_What you will do_
Search the records for the string "management", and show each line where it appears.

+--

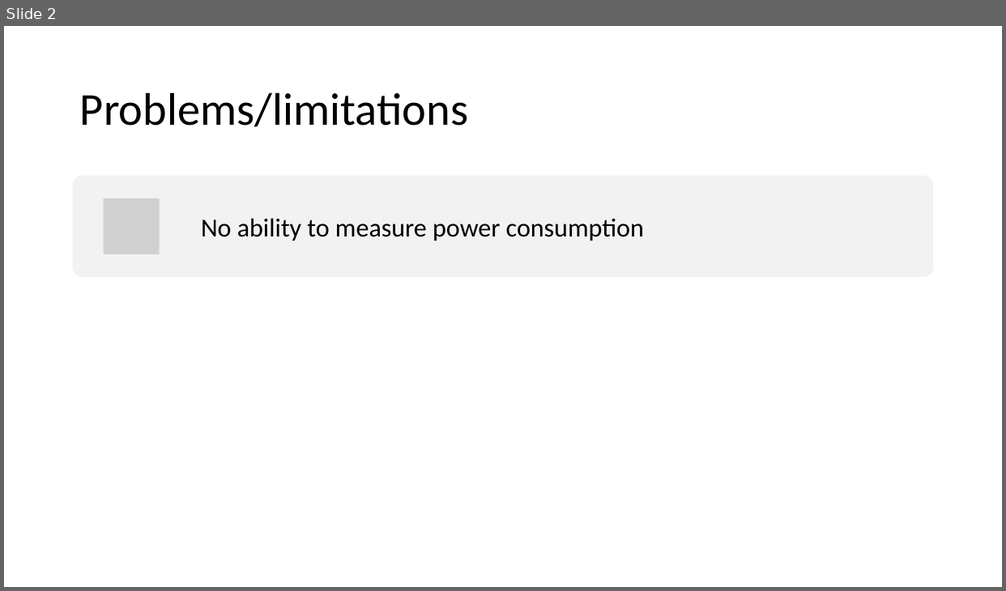
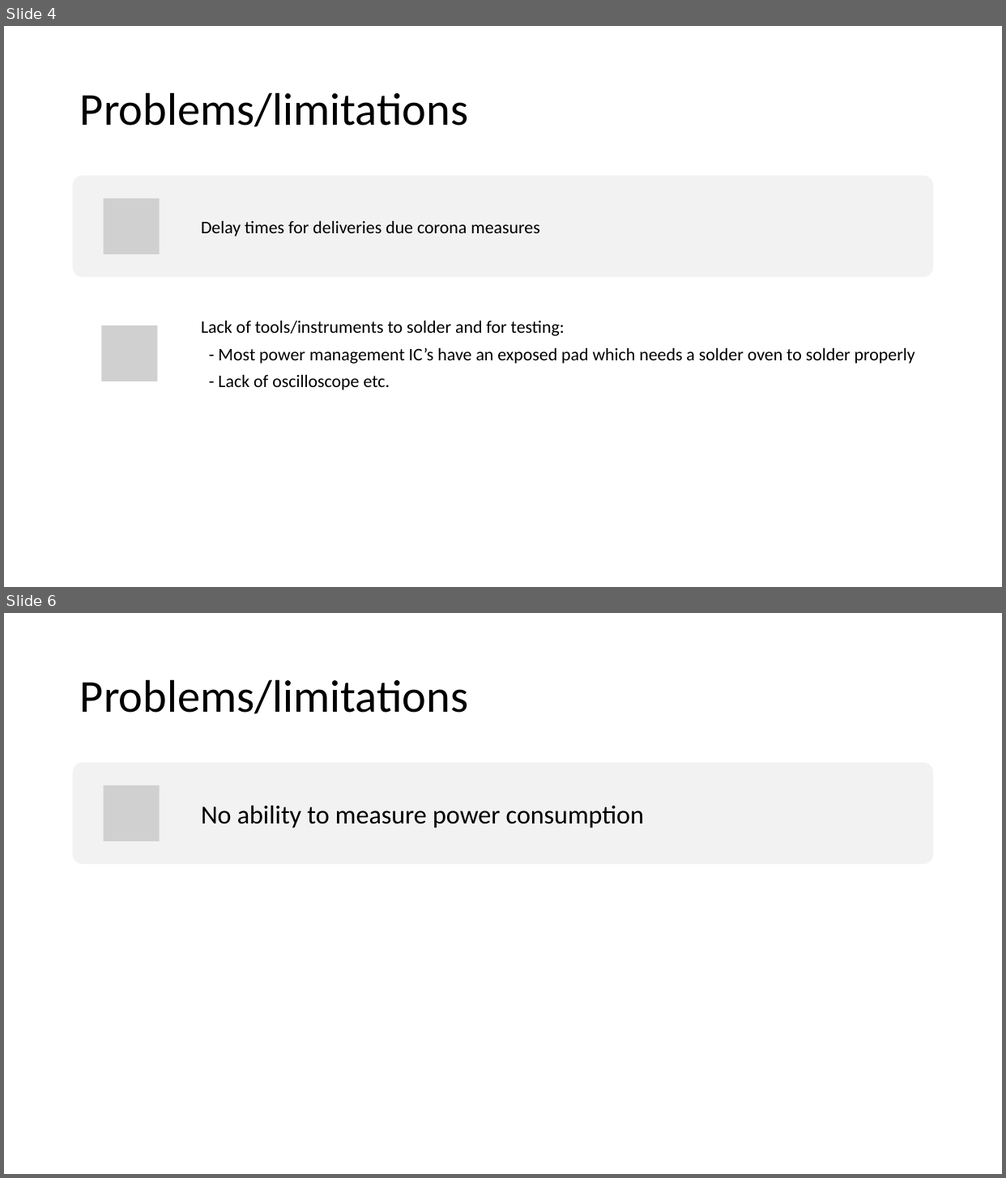
Before and after one commit to thomasf10/cosy_cafeteria, a slide deck: presentatie/tussentijdsepresentatie.pptx. Shown one above the other, each under a label of ours: slide 2 before the commit, slides 4 and 6 after it; the slides between them are not shown. The pictures are 1006x591 and 1006x1178 pixels, drawn with LibreOffice and Linux fonts; fonts in the diff are those of the drawing; grey boxes stand for pictures. Boxes give left, top, right and bottom in pixels: in the first picture for what was removed or moved away, otherwise in the second. Text is boxed around its words. In the diff, an @@ line names an element or a change of style, - is before the commit and + after.

Commit message:
toevoeging titel + index + power management aan ppt

```diff
--- a/presentatie/tussentijdsepresentatie.pptx
+++ b/presentatie/tussentijdsepresentatie.pptx
@@ slide 4 added at <box>4,26,1002,587</box>, background #FFFFFF @@
@@ title added at <box>80,92,468,127</box>, 44 pt, text #000000 @@
+Problems/limitations
@@ group added at <box>73,176,934,415</box>: 2 rounded rectangles, 2 pictures, 2 texts @@
+Delay times for deliveries due corona measures
+Lack of tools/instruments to solder and for testing:
+- Most power management IC’s have an exposed pad which needs a solder oven to solder properly
+- Lack of oscilloscope etc.
@@ what was slide 2 is now slide 6 @@
```
Also in this commit, not shown: 2 slides changed, 3 other slides added, 5 other files.

+--

_Reply to the exercise_
toevoeging titel + index + power management aan ppt
+- Most power management IC’s have an exposed pad which needs a solder oven to solder properly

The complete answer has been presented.